Online calendar for deadlines and time management
Rushing at the last minute is standard operating procedure for many attorneys, sadly for you. Keep your own calendar. It’s practical and allows you to better manage your charges, and reduce sticker shock when you are on top of your own work.
The benefit of an online calendar is you can access it from anywhere, not just the office. If you use Chrome and Google Calendars, be sure your cellular devices are synced.
Dates of interest:
- Attorney deadline for report
- Expert Disclosure
- Discovery (depositions, document production)
- Settlement conference
- Trial
Side-Benefit
Checking in with an attorney about an upcoming deadline opens the door to a substantive conversation and might even remind the attorney of something important.
Social Media is Easy.
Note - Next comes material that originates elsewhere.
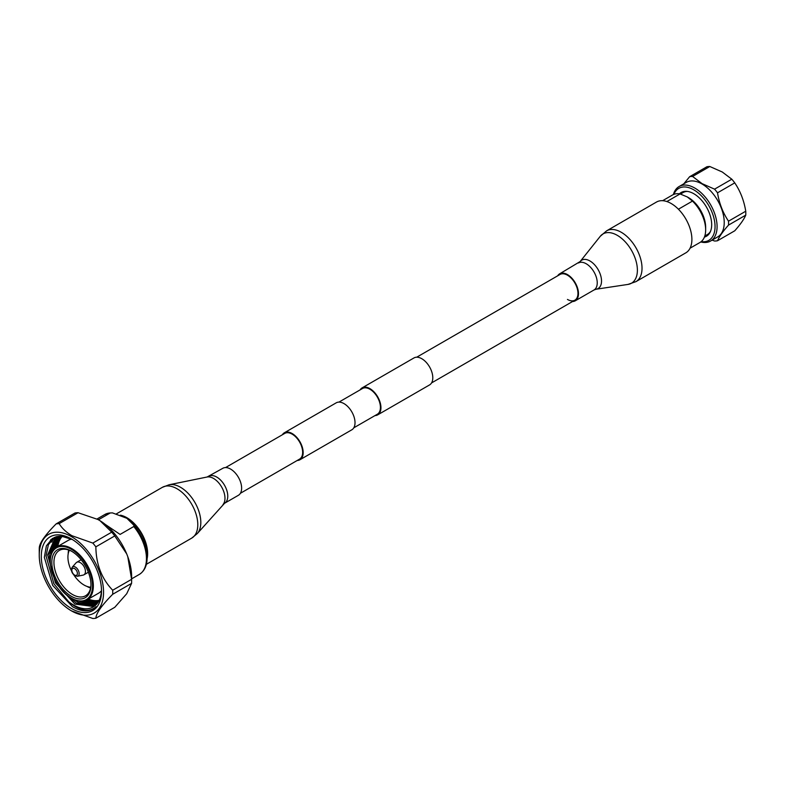 <?xml version="1.0" encoding="UTF-8"?>
<svg xmlns="http://www.w3.org/2000/svg" width="785" height="785" viewBox="0 0 785 785"><rect width="100%" height="100%" fill="white"/><g stroke="black" fill="none" stroke-linecap="round" stroke-linejoin="round"><path stroke-width="1.18" d="M240.387 493.294L299.576 459.117A14.846 8.576 -120 0 0 301.852 447.224A14.846 8.576 -120 0 0 292.157 434.144A14.846 8.576 -120 0 0 284.729 433.408L225.54 467.575M297.221 460.481A15.582 8.998 -120 0 0 299.948 459.755A15.582 8.998 -120 0 0 302.333 447.273A15.582 8.998 -120 0 0 292.157 433.546A15.582 8.998 -120 0 0 284.366 432.771A15.582 8.998 -120 0 0 282.364 434.772M299.948 459.755L351.788 429.827A15.582 8.998 -120 0 0 354.182 417.335A15.582 8.998 -120 0 0 343.997 403.608A15.582 8.998 -120 0 0 336.215 402.833L284.366 432.771M374.985 415.589A15.582 8.998 -120 0 0 377.713 414.853A15.582 8.998 -120 0 0 380.107 402.371A15.582 8.998 -120 0 0 369.921 388.644A15.582 8.998 -120 0 0 362.13 387.868A15.582 8.998 -120 0 0 360.138 389.87M377.713 414.853L429.562 384.925A15.582 8.998 -120 0 0 431.956 372.433A15.582 8.998 -120 0 0 421.771 358.706A15.582 8.998 -120 0 0 413.98 357.931L362.13 387.868M353.79 427.825L377.349 414.225A14.846 8.576 -120 0 0 379.626 402.322A14.846 8.576 -120 0 0 369.921 389.242A14.846 8.576 -120 0 0 362.503 388.506L338.943 402.106M683.804 183.818L689.622 176.723A35.354 20.41 60 0 1 692.576 176.458L702.104 183.651L714.566 189.156A35.354 20.41 60 0 1 717.519 192.825C719.227 203.344 722.887 212.794 728.519 221.174A35.354 20.41 60 0 1 728.519 225.099C722.926 231.408 719.266 236.628 717.519 240.75A35.354 20.41 60 0 1 714.566 241.015L712.113 240.131M692.576 176.458L709.807 166.508A35.354 20.41 60 0 0 706.863 166.773L689.622 176.723M709.807 166.508L722.279 172.003L731.806 179.206L714.566 189.156M717.519 192.825L734.75 182.876C740.343 191.157 744.003 200.597 745.75 211.224L728.519 221.174M728.519 225.099L745.75 215.149C744.043 219.221 740.383 224.431 734.75 230.8L717.519 240.75M678.417 209.212L692.468 201.097L687.277 196.927L680.055 193.934L666.867 201.539M673.393 194.543A31.469 18.163 60 0 1 679.104 186.526A31.469 18.163 60 0 1 694.843 188.086A31.469 18.163 60 0 1 715.39 215.816A31.469 18.163 60 0 1 710.572 241.024A31.469 18.163 60 0 1 700.769 241.957M679.104 186.526L686.247 182.405A31.469 18.163 60 0 1 701.986 183.955A31.469 18.163 60 0 1 722.534 211.685A31.469 18.163 60 0 1 717.716 236.903L710.572 241.024M673.922 194.327A30.026 17.329 60 0 1 693.822 189.852A30.026 17.329 60 0 1 714.713 222.086A30.026 17.329 60 0 1 701.221 241.613M679.437 193.826A25.257 14.581 60 0 1 684.863 191.354A25.257 14.581 60 0 1 693.822 193.738A25.257 14.581 60 0 1 709.297 213A25.257 14.581 60 0 1 709.277 233.626A25.257 14.581 60 0 1 704.41 237.09M681.223 193.64A24.541 14.169 60 0 1 685.707 191.304M710.504 231.349A24.247 14.002 60 0 1 707.344 234.558L704.793 236.03M680.487 194.062L683.097 192.551A24.247 14.002 60 0 1 687.454 191.422M709.738 232.91A24.541 14.169 60 0 1 705.47 235.637M687.277 196.927L688.504 197.634A24.247 14.002 60 0 1 705.656 227.326L705.656 229.926A27.426 15.837 60 0 1 699.975 242.477L690.064 248.197M692.468 201.097A27.426 15.837 60 0 1 705.656 229.926M731.806 179.206A35.354 20.41 60 0 1 734.75 182.876M745.75 211.224A35.354 20.41 60 0 1 745.75 215.149M662.638 200.695L672.549 194.974A27.426 15.837 60 0 1 680.055 193.934M77.489 576.249L83.2 575.091A7.212 4.17 -120 0 0 83.946 574.806A7.212 4.17 -120 0 0 85.055 569.027A7.212 4.17 -120 0 0 80.335 562.659A7.212 4.17 -120 0 0 76.724 562.305A7.212 4.17 -120 0 0 76.106 562.816L72.249 567.172C70.709 570.244 71.592 573.099 74.918 575.739L77.489 576.249A5.338 3.081 -120 0 0 78.991 572.226A5.338 3.081 -120 0 0 75.38 567.064A5.338 3.081 -120 0 0 72.249 567.172M83.946 574.806L87.655 572.658A7.212 4.17 -120 0 0 88.312 572.108M73.839 574.934A22.804 13.168 -120 0 0 84.054 585.031A22.804 13.168 -120 0 0 90.717 587.209M71.935 551.433A26.18 15.121 -120 0 0 59.366 550.422A26.18 15.121 -120 0 0 55.352 571.411A26.18 15.121 -120 0 0 72.465 594.481A26.18 15.121 -120 0 0 85.555 595.776A26.18 15.121 -120 0 0 90.972 584.393M68.599 549.961A26.18 15.121 -120 0 0 68.197 553.876M71.396 551.109A27.681 15.985 -120 0 0 51.82 562.413A27.681 15.985 -120 0 0 71.396 596.315A27.681 15.985 -120 0 0 90.972 585.021A27.681 15.985 -120 0 0 71.396 551.109L71.396 551.109M71.808 598.347A30.458 17.584 -120 0 0 87.037 599.858L98.674 593.136A30.458 17.584 -120 0 0 101.451 590.801M88.322 599.112A37.523 21.666 -120 0 0 99.185 600.319M61.348 536.204L59.464 540.698M59.434 536.214L55.382 547.91M56.971 546.88L60.396 536.184M57.717 536.41L52.193 551.757M78.981 601.153L95.947 604.901M53.851 549.353L58.571 536.283M56.245 536.763L49.121 554.171L50.328 565.014M64.821 593.274L76.42 603.223L94.553 606.079M95.289 605.5L77.99 602.321L74.163 599.711M50.731 555.672L50.691 553.258L56.971 536.547M56.461 536.675L54.656 537.548L48.385 544.662L46.06 555.937L53.9 583.824L68.697 601.742A39.692 22.912 -120 0 0 73.437 604.941A39.692 22.912 -120 0 0 93.287 606.913A39.692 22.912 -120 0 0 101.491 589.888M93.837 606.569L74.928 604.087L55.47 582.912L47.63 555.024L55.46 537.117M88.067 599.259L98.331 601.879M98.861 600.947L96.388 600.662M84.672 600.859L97.203 603.498M97.801 602.694L86.556 600.113M96.604 604.205L82.346 601.29M98.429 519.788L110.253 512.958L112.441 512.89L126.905 518.316L133.882 525.273L133.764 526.529L120.095 534.418L105.19 524.36M71.906 611.132L71.396 610.838A45.461 26.248 -120 0 0 103.551 592.273A45.461 26.248 -120 0 0 71.396 536.587A45.461 26.248 -120 0 0 39.25 555.152A45.461 26.248 -120 0 0 71.396 610.838L92.826 618.492A51.957 29.997 -120 0 0 95.858 618.227C96.143 613.291 101.756 605.313 112.697 594.274A51.957 29.997 -120 0 0 112.697 590.232C101.716 578.8 96.104 564.337 95.858 546.841A51.957 29.997 -120 0 0 92.826 543.073L71.906 535.704C66.126 532.201 61.878 528.177 59.16 523.634A51.957 29.997 -120 0 0 56.127 523.899L75.026 512.988A51.957 29.997 -120 0 1 78.058 512.723L97.899 519.484L100.019 520.71L111.725 532.161L92.826 543.073M71.396 538.952A42.576 24.58 -120 0 0 41.291 556.33A42.576 24.58 -120 0 0 71.396 608.483A42.576 24.58 -120 0 0 101.51 591.095A42.576 24.58 -120 0 0 71.396 538.952M72.416 539.56L61.524 536.214L52.399 538.422L46.384 545.85L44.352 557.36L52.673 585.374L72.446 606.668C82.327 612.31 90.226 612.3 96.153 606.658C90.344 611.78 82.71 611.319 73.25 605.274L68.697 601.742M95.858 546.841L114.757 535.929L126.709 553.916A46.217 26.68 -120 0 0 100.019 520.71M126.709 553.916L127.769 556.643L131.595 579.32L112.697 590.232M112.697 594.274L131.595 583.363A51.957 29.997 -120 0 0 131.635 581.361L131.635 576.671A46.217 26.68 -120 0 0 127.769 556.643M131.595 583.363L126.709 593.745L114.757 607.315L95.858 618.227M114.757 535.929A51.957 29.997 -120 0 0 111.725 532.161M131.635 581.361A51.957 29.997 -120 0 0 131.595 579.32M59.16 523.634L78.058 512.723M56.127 523.899C45.147 535.007 39.535 542.985 39.289 547.851A51.957 29.997 -120 0 0 39.25 549.853L39.25 555.152M104.729 514.558L110.253 512.958A34.569 19.959 -120 0 0 104.729 514.558L97.006 519.013M62.329 536.273A37.523 21.666 -120 0 0 57.864 546.36M71.641 539.148A30.458 17.584 -120 0 0 68.216 540.384L56.579 547.106A30.458 17.584 -120 0 0 50.269 561.285M86.978 586.415A26.18 15.121 -120 0 0 90.569 588.014M69.365 550.236A22.804 13.168 -120 0 0 71.563 570.989M81.247 559.872A7.212 4.17 -120 0 0 80.443 560.156L76.724 562.305M48.739 543.946L50.956 539.481M51.8 542.18L53.282 538.912M53.763 538.108L54.194 537.46M54.862 540.414L56.343 537.146M416.707 357.204L560.039 274.456A14.846 8.576 60 0 1 567.457 275.192A14.846 8.576 60 0 1 577.161 288.281A14.846 8.576 60 0 1 574.885 300.174A14.846 8.576 60 0 1 567.457 299.438M671.155 203.501A29.33 16.936 60 0 1 690.319 229.348A29.33 16.936 60 0 1 685.815 252.849L635.948 281.638A29.33 16.936 60 0 0 640.442 258.137A29.33 16.936 60 0 0 621.288 232.291A29.33 16.936 60 0 0 606.619 230.839L656.486 202.049A29.33 16.936 60 0 1 671.155 203.501M557.674 275.82A15.582 8.998 60 0 1 559.666 273.828A15.582 8.998 60 0 1 567.457 274.593A15.582 8.998 60 0 1 577.642 288.321A15.582 8.998 60 0 1 575.248 300.812A15.582 8.998 60 0 1 572.52 301.538M147.109 558.743A29.33 16.936 -120 0 0 126.728 517.619A29.33 16.936 -120 0 0 120.429 515.176M208.967 476.299A15.582 8.998 -120 0 1 216.66 477.015A15.582 8.998 -120 0 1 226.914 490.743A15.582 8.998 -120 0 1 224.549 503.283L238.395 495.296A15.582 8.998 -120 0 0 240.769 482.746A15.582 8.998 -120 0 0 230.505 469.028A15.582 8.998 -120 0 0 222.812 468.302L207.122 477.005L169.177 484.747L162.387 487.318L116.396 513.871M147.05 555.368A28.594 16.514 -120 0 0 126.738 518.218M74.624 575.071A3.945 2.276 -120 0 0 77.411 573.462A3.945 2.276 -120 0 0 74.624 568.634A3.945 2.276 -120 0 0 71.828 570.244A3.945 2.276 -120 0 0 74.624 575.071M87.037 599.858A30.458 17.584 -120 0 0 91.708 575.454A30.458 17.584 -120 0 0 71.808 548.617A30.458 17.584 -120 0 0 56.579 547.106C42.606 553.66 53.115 588.828 71.523 598.376C77.479 601.722 82.651 602.223 87.037 599.858M71.396 598.111A29.879 17.25 -120 0 0 92.522 585.914A29.879 17.25 -120 0 0 71.396 549.323A29.879 17.25 -120 0 0 50.269 561.52A29.879 17.25 -120 0 0 71.396 598.111M147.129 553.337L147.129 557.664A33.892 19.566 -120 0 0 133.882 525.273M131.635 578.859L139.288 574.434A34.569 19.959 -120 0 0 133.764 526.529M559.666 273.828L580.135 261.552L600.24 236.334A28.466 16.436 60 0 1 617.265 235.323A28.466 16.436 60 0 1 636.596 263.269A28.466 16.436 60 0 1 628 284.415L635.948 281.638M580.135 261.552A16.387 9.459 60 0 1 589.937 260.963A16.387 9.459 60 0 1 601.065 277.056A16.387 9.459 60 0 1 596.109 289.223L628 284.415M578.427 262.995A15.582 8.998 60 0 1 586.218 263.76A15.582 8.998 60 0 1 596.404 277.498A15.582 8.998 60 0 1 594.01 289.979L596.109 289.223M224.549 503.283L197.339 533.525L191.717 538.117A29.33 16.936 -120 0 0 196.181 514.499A29.33 16.936 -120 0 0 176.87 488.672A29.33 16.936 -120 0 0 162.387 487.318M197.339 533.525A28.682 16.554 -120 0 0 198.409 509.956A28.682 16.554 -120 0 0 180.364 487.191A28.682 16.554 -120 0 0 169.177 484.747M223.009 504.529A16.181 9.341 -120 0 0 223.617 491.233A16.181 9.341 -120 0 0 213.441 478.389A16.181 9.341 -120 0 0 207.122 477.005M431.554 382.923L574.885 300.174M55.912 536.822L54.665 537.548M139.288 574.434C144.489 571.137 147.099 565.553 147.129 557.664M575.248 300.812L594.01 289.979M600.24 236.334L606.619 230.839M191.717 538.117L146.363 564.307"/></g></svg>

There’s Only One.
LinkedIn is the only Social Media Platform Suitable to a Conservative and Professional Practice.
Skip Facebook (unless you already belong to business groups)
Medicolegal work is not acquired through Instagram, Twitter or TikTok.
Create or update your LinkedIn Profile, post a professional photo and a suitable descriptive profile. Use the search bar to find attorneys in your area and send them a connection request. Done. Free. Easy.